Two Teens Gunned Down in South Fulton Subdivision

The victims were identified Wednesday as 16-year-old Jamauri Smarr and 14-year-old Jeremiah Carter.

SOUTH FULTON, Ga. — South Fulton police were searching Wednesday for the gunman who killed two teenagers the night before in the Cooks Landing subdivision, where officers found the boys shot outside a home near the 4200 block of Fortune Point.

The case drew fast attention because of the victims’ ages, the neighborhood setting and the lack of an immediate arrest. Police said the shooting happened around 8:30 p.m. Tuesday and sent both teens to a hospital, where they later died. By Wednesday morning, the Fulton County Medical Examiner’s Office had identified them as Jamauri Smarr, 16, and Jeremiah Carter, 14. Investigators had not announced a motive, named a suspect or said what led to the gunfire, leaving the killings as a fresh and still largely unexplained double homicide in one of metro Atlanta’s newer cities.

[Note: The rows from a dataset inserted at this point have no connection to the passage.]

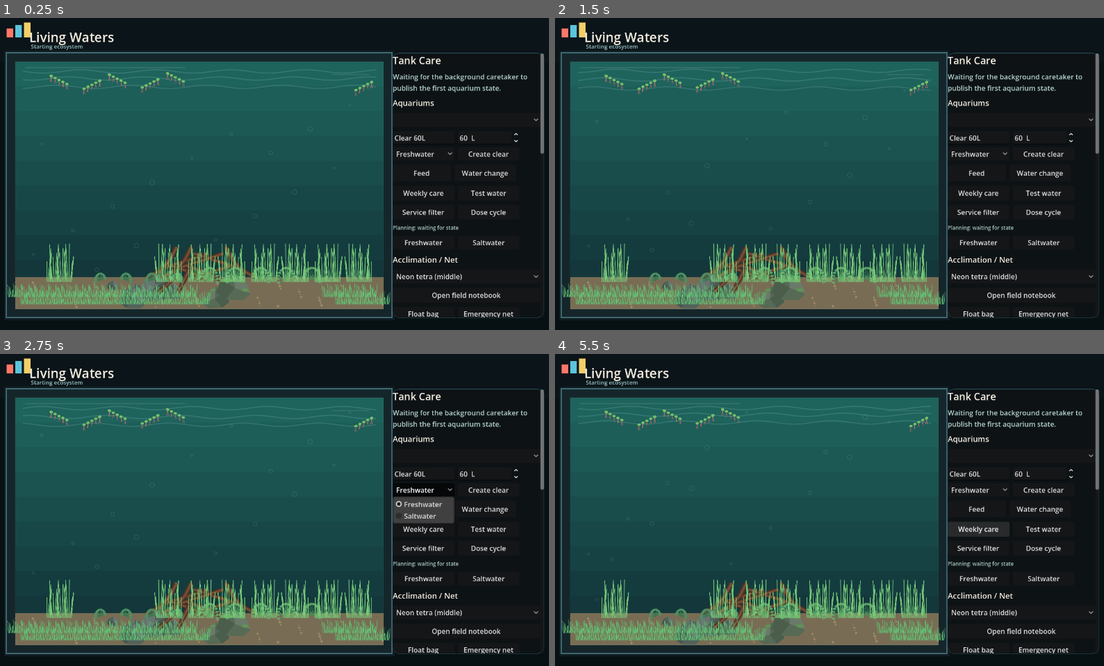
Above: before the commit, frames 1-4 (two rows, left to right).
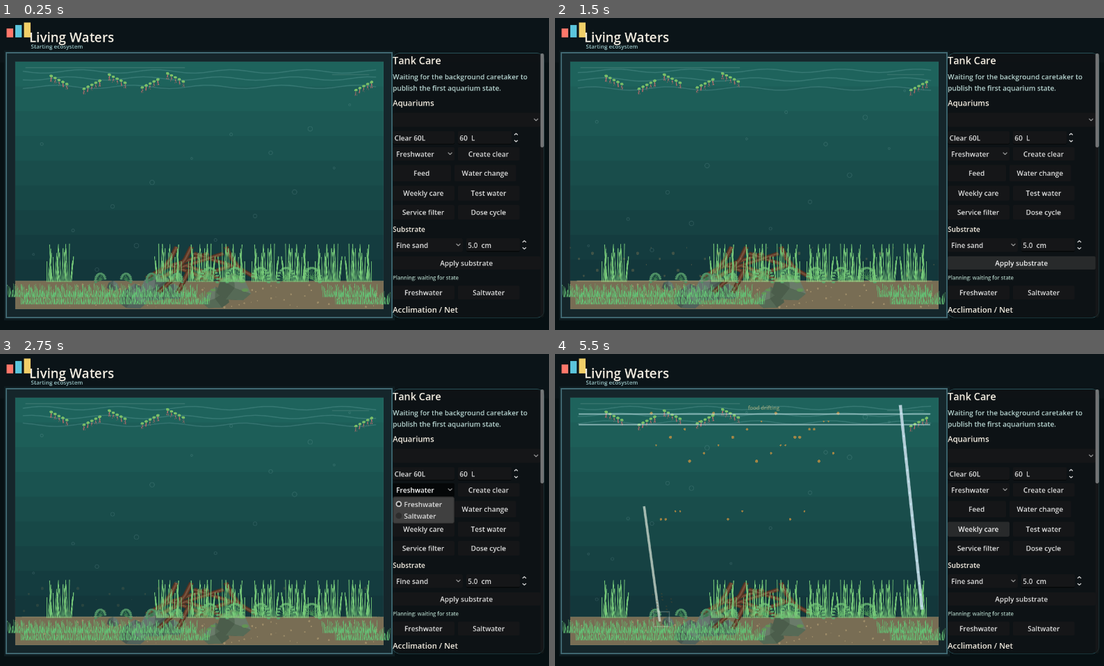
Above: after the commit, the same moments.

Repository: EgeDorukDeveci/living-waters
Game: Godot game, scene res://scenes/main.tscn
Two runs of this game, one before a commit and one after it. Both use one fixed random seed, a clock stepped at 60 frames per second and the inputs below.
Inputs (mouse positions are in pixels of both pictures, inside the frame that each line leads up to):
- Up to frame 1 (0.25 s): no input
- Up to frame 2 (1.5 s): click (983, 245) at 0.5 s, where only the run after the commit has a clickable "Fine sand"; click (1021, 261) at 1.25 s, where only the run after the commit has a clickable "Apply substrate"
- Up to frame 3 (2.75 s): click "Freshwater" at 2 s
- Up to frame 4 (5.5 s): click "Create clear" at 2.75 s; click "Feed" at 3.5 s; click "Water change" at 4.25 s; click "Weekly care" at 5 s

The runs differ from the first frame. In frame 1, 1.7% of the frame differs, in the area x 2-100%, y 41-96%; in frame 2, 2.8%; in frame 3, 1.7%; in frame 4, 3.3%, in the area x 2-100%, y 16-96%.

Commit message:
Animate aquarium care actions and substrate

Diff:
--- a/scripts/Main.gd
+++ b/scripts/Main.gd
@@ -33,6 +33,8 @@
 var tank_name_edit: LineEdit
 var tank_litres_spin: SpinBox
 var tank_system_select: OptionButton
+var substrate_select: OptionButton
+var substrate_depth_spin: SpinBox
 var species_select: OptionButton
 var status_label: Label
 var summary_label: Label
@@ -52,6 +54,7 @@
 var selected_scape_tool: Dictionary = {}
 var selected_scape_object_id := ""
 var selected_animal_tool: Dictionary = {}
+var action_effects: Array[Dictionary] = []
 var last_command_note := ""
 var last_command_until := 0.0
 var notebook_open := false
@@ -73,6 +76,7 @@
 func _process(delta: float) -> void:
 	time_accum += delta
 	_animate_animals(delta)
+	_update_action_effects(delta)
 	_update_notebook_animation(delta)
 	if time_accum > 1.0:
 		time_accum = 0.0
@@ -151,6 +155,35 @@
 func _valid_release_point(normalized: Vector2) -> bool:
 	return normalized.y > 0.10 and normalized.y < 0.86
 
+func _add_action_effect(kind: String) -> void:
+	action_effects.append({"kind": kind, "age": 0.0, "duration": _effect_duration(kind), "seed": Time.get_ticks_msec() % 1000})
+
+func _effect_duration(kind: String) -> float:
+	match kind:
+		"feed":
+			return 2.6
+		"water_change":
+			return 3.2
+		"weekly_maintenance":
+			return 3.4
+		"service_filter":
+			return 2.7
+		"test_water":
+			return 2.3
+		"dose_ammonia":
+			return 2.5
+		"set_substrate":
+			return 2.8
+	return 1.8
+
+func _update_action_effects(delta: float) -> void:
+	var alive: Array[Dictionary] = []
+	for effect in action_effects:
+		effect["age"] = float(effect.get("age", 0.0)) + delta
+		if float(effect["age"]) < float(effect.get("duration", 1.0)):
+			alive.append(effect)
+	action_effects = alive
+
 func _draw() -> void:
 	_draw_room()
 	_draw_aquarium()
@@ -159,6 +192,7 @@
 	_draw_plants()
 	_draw_bubbles()
 	_draw_animals()
+	_draw_action_effects()
 	_draw_front_glass()
 
 func _project_root() -> String:
@@ -379,6 +413,42 @@
 	dose_ammonia.custom_minimum_size = Vector2(142, 34)
 	dose_ammonia.pressed.connect(func(): _write_command(COMMAND_DOSE_AMMONIA.duplicate()))
 	filter_row.add_child(dose_ammonia)
+
+	var substrate_title := Label.new()
+	substrate_title.text = "Substrate"
+	substrate_title.add_theme_font_size_override("font_size", 16)
+	substrate_title.add_theme_color_override("font_color", Color("#f5efe3"))
+	panel.add_child(substrate_title)
+
+	var substrate_row := GridContainer.new()
+	substrate_row.columns = 2
+	substrate_row.add_theme_constant_override("h_separation", 8)
+	substrate_row.add_theme_constant_override("v_separation", 6)
+	panel.add_child(substrate_row)
+
+	substrate_select = OptionButton.new()
+	substrate_select.custom_minimum_size = Vector2(142, 30)
+	_add_substrate_choice("Fine sand", "fine_sand")
+	_add_substrate_choice("Rounded gravel", "rounded_gravel")
+	_add_substrate_choice("Planted soil", "planted_soil")
+	_add_substrate_choice("Reef sand", "reef_sand")
+	_add_substrate_choice("Bare bottom", "bare_bottom")
+	substrate_row.add_child(substrate_select)
+
+	substrate_depth_spin = SpinBox.new()
+	substrate_depth_spin.min_value = 0
+	substrate_depth_spin.max_value = 9
+	substrate_depth_spin.step = 0.5
+	substrate_depth_spin.value = 5
+	substrate_depth_spin.suffix = " cm"
+	substrate_depth_spin.custom_minimum_size = Vector2(142, 30)
+	substrate_row.add_child(substrate_depth_spin)
+
+	var apply_substrate := Button.new()
+	apply_substrate.text = "Apply substrate"
+	apply_substrate.custom_minimum_size = Vector2(300, 30)
+	apply_substrate.pressed.connect(func(): _apply_substrate())
+	panel.add_child(apply_substrate)
 
 	for key in ["temperature_c", "ph", "oxygen_mg_l", "ammonia_mg_l", "nitrite_mg_l", "nitrate_mg_l"]:
 		var label := Label.new()
@@ -602,6 +672,33 @@
 		var scroll := side_panel.get_node_or_null("SideScroll") as ScrollContainer
 		if scroll:
 			scroll.size = side_panel.size
+
+func _add_substrate_choice(label: String, id: String) -> void:
+	if not substrate_select:
+		return
+	substrate_select.add_item(label)
+	substrate_select.set_item_metadata(substrate_select.item_count - 1, id)
+
+func _apply_substrate() -> void:
+	if not substrate_select or substrate_select.selected < 0:
+		return
+	var substrate := str(substrate_select.get_item_metadata(substrate_select.selected))
+	var depth := 5.0
+	if substrate_depth_spin:
+		depth = float(substrate_depth_spin.value)
+	_write_command({"action": "set_substrate", "substrate": substrate, "depth_cm": depth})
+
+func _sync_substrate_controls() -> void:
+	if not substrate_select:
+		return
+	var aquarium = state.get("aquarium", {})
+	var substrate := str(aquarium.get("substrate", "fine_sand"))
+	for i in range(substrate_select.item_count):
+		if str(substrate_select.get_item_metadata(i)) == substrate:
+			substrate_select.select(i)
+			break
+	if substrate_depth_spin:
+		substrate_depth_spin.value = float(aquarium.get("substrate_depth_cm", 5.0))
 
 func _toggle_notebook() -> void:
 	notebook_open = not notebook_open
@@ -803,14 +900,16 @@
 	selected_scape_object_id = ""
 
 func _write_command(command: Dictionary) -> void:
+	var action := str(command.get("action", "command"))
+	_add_action_effect(action)
 	command["timestamp"] = Time.get_datetime_string_from_system()
 	DirAccess.make_dir_recursive_absolute(root_dir.path_join("runtime"))
 	DirAccess.make_dir_recursive_absolute(commands_dir)
-	var path := commands_dir.path_join("%s-%d.json" % [str(command.get("action", "command")), Time.get_ticks_usec()])
+	var path := commands_dir.path_join("%s-%d.json" % [action, Time.get_ticks_usec()])
 	var file := FileAccess.open(path, FileAccess.WRITE)
 	if file:
 		file.store_string(JSON.stringify(command, "\t"))
-		last_command_note = "%s sent" % str(command.get("action", "command")).replace("_", " ")
+		last_command_note = "%s sent" % action.replace("_", " ")
 		last_command_until = Time.get_ticks_msec() / 1000.0 + 1.8
 
 func _sync_animals() -> void:
@@ -941,14 +1040,51 @@
 	for i in range(3):
 		var y := inner.position.y + 24.0 + i * 18.0 + sin(Time.get_ticks_msec() / 900.0 + i) * 3.0
 		_draw_wave(Vector2(inner.position.x + 18.0, y), inner.size.x - 36.0, Color(0.74, 0.94, 0.98, 0.16), 2.0 + i)
-	var sand := Rect2(inner.position.x, inner.end.y - SAND_HEIGHT, inner.size.x, SAND_HEIGHT)
-	draw_rect(sand, Color("#786d54"), true)
-	for i in range(70):
-		var x := inner.position.x + fposmod(i * 47.0, inner.size.x)
-		var y := sand.position.y + 12.0 + fposmod(i * 19.0, sand.size.y - 16.0)
-		draw_circle(Vector2(x, y), 1.4 + float(i % 4) * 0.45, Color(0.90, 0.79, 0.56, 0.34))
+	_draw_substrate(inner)
 	draw_rect(tank, Color("#416973"), false, 3.0)
 	draw_rect(inner, Color(1, 1, 1, 0.045), false, 1.0)
+
+func _substrate_height() -> float:
+	var aquarium = state.get("aquarium", {})
+	var depth: float = clamp(float(aquarium.get("substrate_depth_cm", 5.0)), 0.0, 9.0)
+	return lerp(6.0, 112.0, depth / 9.0)
+
+func _draw_substrate(inner: Rect2) -> void:
+	var aquarium = state.get("aquarium", {})
+	var kind := str(aquarium.get("substrate", "fine_sand"))
+	var height := 0.0 if kind == "bare_bottom" else _substrate_height()
+	if height <= 1.0:
+		draw_rect(Rect2(inner.position.x, inner.end.y - 8.0, inner.size.x, 8.0), Color(0.12, 0.20, 0.21, 0.5), true)
+		draw_line(Vector2(inner.position.x, inner.end.y - 8.0), Vector2(inner.end.x, inner.end.y - 8.0), Color(0.65, 0.9, 0.95, 0.18), 1.0, true)
+		return
+	var bed := Rect2(inner.position.x, inner.end.y - height, inner.size.x, height)
+	var base := Color("#786d54")
+	var speck := Color(0.90, 0.79, 0.56, 0.34)
+	var particle_count := 90
+	var max_radius := 1.8
+	match kind:
+		"rounded_gravel":
+			base = Color("#5b5a50")
+			speck = Color(0.78, 0.74, 0.62, 0.52)
+			particle_count = 130
+			max_radius = 3.4
+		"planted_soil":
+			base = Color("#3d3025")
+			speck = Color(0.26, 0.19, 0.13, 0.58)
+			particle_count = 120
+			max_radius = 2.6
+		"reef_sand":
+			base = Color("#b5a982")
+			speck = Color(0.98, 0.91, 0.72, 0.42)
+			particle_count = 100
+			max_radius = 1.9
+	draw_rect(bed, base, true)
+	for i in range(particle_count):
+		var x := inner.position.x + fposmod(i * 47.0 + sin(i) * 19.0, inner.size.x)
+		var y := bed.position.y + 8.0 + fposmod(i * 19.0, max(4.0, bed.size.y - 12.0))
+		var radius := 0.9 + float(i % 5) * max_radius * 0.2
+		draw_circle(Vector2(x, y), radius, speck)
+	draw_line(Vector2(bed.position.x, bed.position.y), Vector2(bed.end.x, bed.position.y), Color(0.95, 0.90, 0.72, 0.18), 1.0, true)
 
 func _aquascape_style() -> String:
 	return str(state.get("aquarium", {}).get("aquascape_style", "greenscape"))
@@ -1225,6 +1361,97 @@
 		var y := inner.end.y - SAND_HEIGHT - fposmod(Time.get_ticks_msec() / 1000.0 * speed + i * 39.0, inner.size.y - 80.0)
 		var radius := 2.2 + float(i % 4)
 		draw_circle(Vector2(x, y), radius, Color(0.83, 0.98, 1.0, 0.12), false, 1.3, true)
+
+func _draw_action_effects() -> void:
+	for effect in action_effects:
+		var kind := str(effect.get("kind", ""))
+		var progress: float = clamp(float(effect.get("age", 0.0)) / max(0.1, float(effect.get("duration", 1.0))), 0.0, 1.0)
+		match kind:
+			"feed":
+				_draw_feeding_effect(progress, int(effect.get("seed", 0)))
+			"water_change":
+				_draw_water_change_effect(progress)
+			"weekly_maintenance":
+				_draw_water_change_effect(progress)
+				_draw_vacuum_effect(progress)
+			"service_filter":
+				_draw_filter_service_effect(progress)
+			"test_water":
+				_draw_test_water_effect(progress)
+			"dose_ammonia":
+				_draw_dosing_effect(progress)
+			"set_substrate":
+				_draw_substrate_settle_effect(progress)
+
+func _draw_feeding_effect(progress: float, seed: int) -> void:
+	var inner := _tank_inner()
+	for i in range(34):
+		var x := inner.position.x + inner.size.x * (0.22 + fposmod(float(i * 37 + seed) * 0.013, 0.52))
+		var fall := fposmod(progress * 1.25 + float(i % 9) * 0.07, 1.0)
+		var y := inner.position.y + 18.0 + fall * (inner.size.y * 0.46)
+		var alpha: float = 1.0 - max(0.0, progress - 0.72) / 0.28
+		draw_circle(Vector2(x, y), 2.0 + float(i % 3) * 0.7, Color(0.93, 0.62, 0.24, 0.70 * alpha))
+	draw_string(get_theme_default_font(), inner.position + Vector2(inner.size.x * 0.42, 28), "food drifting", HORIZONTAL_ALIGNMENT_CENTER, 180, 12, Color(0.98, 0.85, 0.58, 0.55))
+
+func _draw_water_change_effect(progress: float) -> void:
+	var inner := _tank_inner()
+	var drain := sin(progress * PI)
+	var line_y := inner.position.y + 20.0 + drain * 46.0
+	draw_line(Vector2(inner.position.x + 20, line_y), Vector2(inner.end.x - 20, line_y), Color(0.88, 0.98, 1.0, 0.55), 3.0, true)
+	var hose_start := Vector2(inner.end.x - 88, inner.position.y + 18)
+	var hose_end := Vector2(inner.end.x - 38, inner.end.y - _substrate_height() - 18)
+	draw_line(hose_start, hose_end, Color(0.72, 0.82, 0.86, 0.82), 6.0, true)
+	for i in range(18):
+		var t := fposmod(progress * 2.5 + float(i) / 18.0, 1.0)
+		var pos := hose_start.lerp(hose_end, t)
+		draw_circle(pos, 2.2, Color(0.78, 0.95, 1.0, 0.56))
+
+func _draw_vacuum_effect(progress: float) -> void:
+	var inner := _tank_inner()
+	var bed_y := inner.end.y - _substrate_height()
+	var x: float = lerp(inner.position.x + 90.0, inner.end.x - 130.0, progress)
+	draw_line(Vector2(x, inner.position.y + inner.size.y * 0.44), Vector2(x + 36, bed_y + 10), Color(0.82, 0.87, 0.82, 0.76), 5.0, true)
+	draw_rect(Rect2(Vector2(x + 22, bed_y - 12), Vector2(36, 34)), Color(0.90, 0.96, 0.90, 0.25), false, 2.0, true)
+	for i in range(14):
+		var pos := Vector2(x + 18 + fposmod(i * 11.0, 54.0), bed_y - 8 - fposmod(progress * 90.0 + i * 17.0, 46.0))
+		draw_circle(pos, 1.7, Color(0.42, 0.31, 0.18, 0.35 * (1.0 - progress * 0.4)))
+
+func _draw_filter_service_effect(progress: float) -> void:
+	var inner := _tank_inner()
+	var pos := Vector2(inner.end.x - 164, inner.end.y - _substrate_height() - 110)
+	draw_rect(Rect2(pos, Vector2(74, 58)), Color(0.07, 0.11, 0.12, 0.82), true)
+	draw_rect(Rect2(pos, Vector2(74, 58)), Color(0.60, 0.82, 0.82, 0.36), false, 1.4, true)
+	for i in range(6):
+		var y := pos.y + 12 + i * 8
+		var pulse := sin(progress * TAU * 3.0 + i) * 0.5 + 0.5
+		draw_line(Vector2(pos.x + 10, y), Vector2(pos.x + 58 + pulse * 8, y), Color(0.62, 0.92, 1.0, 0.55), 2.0, true)
+	draw_string(get_theme_default_font(), pos + Vector2(-6, -8), "filter rinse", HORIZONTAL_ALIGNMENT_CENTER, 88, 12, Color(0.82, 0.96, 0.96, 0.62))
+
+func _draw_test_water_effect(progress: float) -> void:
+	var inner := _tank_inner()
+	var pos := Vector2(inner.position.x + inner.size.x * 0.56, inner.position.y + 46)
+	draw_line(pos + Vector2(0, -28), pos + Vector2(0, 42), Color(0.92, 0.96, 0.92, 0.65), 3.0, true)
+	draw_rect(Rect2(pos + Vector2(-12, 18), Vector2(24, 42)), Color(0.36, 0.78, 0.74, 0.18 + 0.25 * sin(progress * PI)), true)
+	draw_rect(Rect2(pos + Vector2(-12, 18), Vector2(24, 42)), Color(0.90, 0.96, 0.92, 0.58), false, 1.2, true)
+	draw_circle(pos + Vector2(0, lerp(-12.0, 18.0, progress)), 4.0, Color(0.80, 0.94, 1.0, 0.68))
+
+func _draw_dosing_effect(progress: float) -> void:
+	var inner := _tank_inner()
+	var dropper := Vector2(inner.position.x + inner.size.x * 0.50, inner.position.y + 28)
+	draw_line(dropper + Vector2(-22, -8), dropper + Vector2(22, -8), Color(0.86, 0.90, 0.88, 0.75), 5.0, true)
+	for i in range(7):
+		var y := dropper.y + fposmod(progress * 160.0 + i * 23.0, inner.size.y * 0.45)
+		draw_circle(Vector2(dropper.x + sin(i) * 16.0, y), 3.0, Color(0.75, 0.64, 0.24, 0.64))
+	draw_string(get_theme_default_font(), dropper + Vector2(-60, 10), "cycle dose", HORIZONTAL_ALIGNMENT_CENTER, 120, 12, Color(0.95, 0.85, 0.42, 0.58))
+
+func _draw_substrate_settle_effect(progress: float) -> void:
+	var inner := _tank_inner()
+	var bed_y := inner.end.y - _substrate_height()
+	for i in range(44):
+		var x := inner.position.x + fposmod(i * 31.0, inner.size.x)
+		var y := bed_y - fposmod((1.0 - progress) * 82.0 + i * 13.0, 78.0)
+		draw_circle(Vector2(x, y), 1.5 + float(i % 3), Color(0.72, 0.58, 0.36, 0.28 * (1.0 - progress)))
+	draw_line(Vector2(inner.position.x + 16, bed_y), Vector2(inner.end.x - 16, bed_y), Color(0.95, 0.86, 0.58, 0.28 * (1.0 - progress)), 3.0, true)
 
 func _draw_front_glass() -> void:
 	var inner := _tank_inner()
Not shown, changed: background/living_waters_daemon.py
Not shown, changed: background/simulation.py
Not shown, changed: tests/run_tests.py

Police first responded Tuesday night to reports of a shooting in the subdivision, a residential area of single-family homes and short neighborhood streets on the city’s southwest side. When officers arrived, they found two teenage boys with gunshot wounds outside a house, according to statements released by law enforcement and television coverage from the scene. Medics took both to a nearby hospital. Early reports described one victim as being in critical condition, but police later confirmed that both boys had died. The timeline hardened by daylight Wednesday, when investigators were still working to determine exactly what happened in the minutes before the shots were fired. Officials did not say whether the teens were visiting the home, lived nearby or had arrived with other people. They also did not say whether the shooter approached on foot, came by car or fled before officers reached Fortune Point.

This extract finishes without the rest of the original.